Falls Creek also featured 11 breakout studies throughout a week of camp. The two most popular breakout sessions were Project: Love, which covered topics of dating and relationships, and Apologetics Forum, which addressed tough questions about Christianity and the Bible.

Harrison said breakout sessions on missions for students and also for leaders was provided. There also were evangelism breakouts led by the weekly camp pastor and worship breakouts led by the worship band each week. Falls Creek also offered a breakout session addressing drugs and alcohol.


CrossTimbers was in the middle of its pre-teen week at time of publication, but the camp for children completing 3rd through 6th grades recorded 386 total spiritual decisions after 10 four-week sessions this summer. The decisions included 228 professions of faith, 87 restoration decisions, 22 assurances of salvation, nine special callings and 39 other decisions.

“It has been a great summer,” said Glenn Barber, CrossTimbers program director and BGCO children’s ministry specialist. “We have done a lot with our missions education and got phenomenal feedback. We’ve heard it was the best we’ve ever had.”

The theme for CrossTimbers this summer was “Be Transformed,” making an emphasis on how to live the Christian life, which included being involved in mission work and evangelism.

“We had several churches who want to partner with the Appalachian ministry that we featured at one of our mission stops,” Barber said. “One church during their Vacation Bible School turned in their missions offering for this Appalachian ministry. It’s been encouraging to see these responses.”

Another daily segment of CrossTimbers involves teaching campers how to share the Gospel with friends by using the Gospel tract “One Great God,” which is part of the BGCO’s Connect>1 Evangelism strategy.

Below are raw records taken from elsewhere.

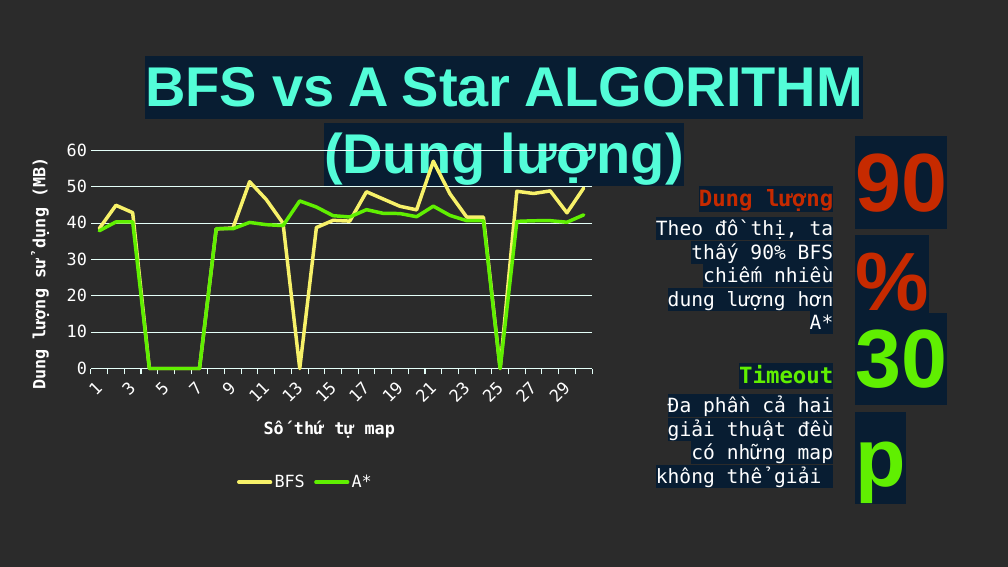
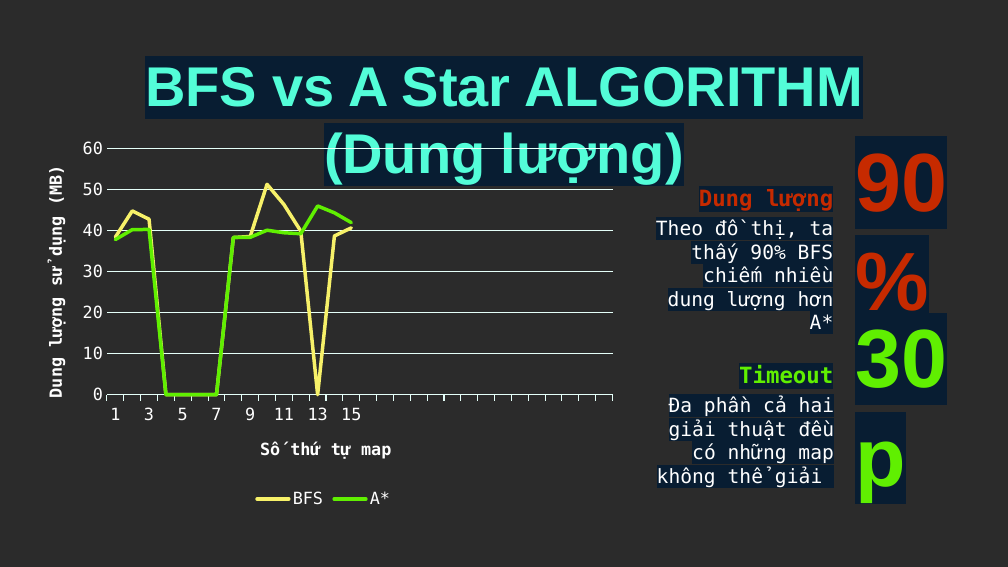
Before and after one commit to dinhtuantinh/game-Among-Koban, a slide deck: slide 12 of Sokoban_AI_Solver_Basic/Slides for presentation/Slides.pptx. Drawn at 1008x567 pixels with LibreOffice and Linux fonts; fonts in the diff are those of the drawing; background and template pictures are left out; a plain dark background stands for a picture behind light text. Boxes give left, top, right and bottom in pixels: in the first picture for what was removed or moved away, otherwise in the second. Text is boxed around its words. In the diff, an @@ line names an element or a change of style, - is before the commit and + after.

```diff
--- a/Sokoban_AI_Solver_Basic/Slides for presentation/Slides.pptx
+++ b/Sokoban_AI_Solver_Basic/Slides for presentation/Slides.pptx
@@ line chart at (32, 132, 616, 513) @@
-categories: 1, 2, 3, 4, 5, 6, 7, 8, 9, 10, 11, 12, 13, 14, 15, 16, 17, 18, 19, 20, 21, 22, 23, 24, 25, 26, 27, 28, 29, 30
+categories: 1, , 3, , 5, , 7, , 9, , 11, , 13, , 15, , , , , , , , , , , , , , , 
-BFS: 38, 45, 43, 0, 0, 0, 0, 38, 39, 51, 46, 40, 0, 39, 41, 41, 49, 47, 45, 44, 57, 48, 42, 42, 0, 49, 48, 49, 43, 50
+BFS: 38, 45, 43, 0, 0, 0, 0, 38, 39, 51, 46, 40, 0, 39, 41, -, -, -, -, -, -, -, -, -, -, -, -, -, -, -
-A*: 38, 40, 40, 0, 0, 0, 0, 38, 38, 40, 40, 39, 46, 44, 42, 42, 44, 43, 43, 42, 45, 42, 41, 41, 0, 40, 41, 41, 40, 42
+A*: 38, 40, 40, 0, 0, 0, 0, 38, 38, 40, 40, 39, 46, 44, 42, -, -, -, -, -, -, -, -, -, -, -, -, -, -, -
@@ category axis title "Số thứ tự map " to "Số thứ tự map" @@
@@ value axis title "Dung lượng sử dụng (MB) " to "Dung lượng sử dụng (MB)" @@
@@ legend changed @@
@@ category axis changed @@
@@ value axis changed @@
@@ plot area changed @@
@@ line chart: place and size @@
-line chart at (7, 133, 605, 496)
+line chart at (32, 132, 616, 513)
```
Also in this commit, not shown: 5 other slides changed, 33 other files.

“Representatives of a church came by today to pick up one of our giant kids tracts. They are doing a big event and wanted to promote that,” Barber said, mentioning the presentation of “One Great God.”

Some of the best reports from CrossTimbers involve the church sponsors sharing the Gospel with campers, some of who are parents sharing with their own children.

“We have a lot of opportunities for parents to come as sponsors, and we have a time of counseling training on how to talk with kids about salvation,” said Barber. “I talked with sponsors who said ‘This is great. This has really helped.’ It’s very equipping, so they can sit down and walk through step-by-step with a child. It’s really been a great opportunity for them to share.”

Sharing the Gospel was prevalent throughout both Falls Creek and CrossTimbers with many exciting responses. May God bless these life-changing experiences that happened during this summer.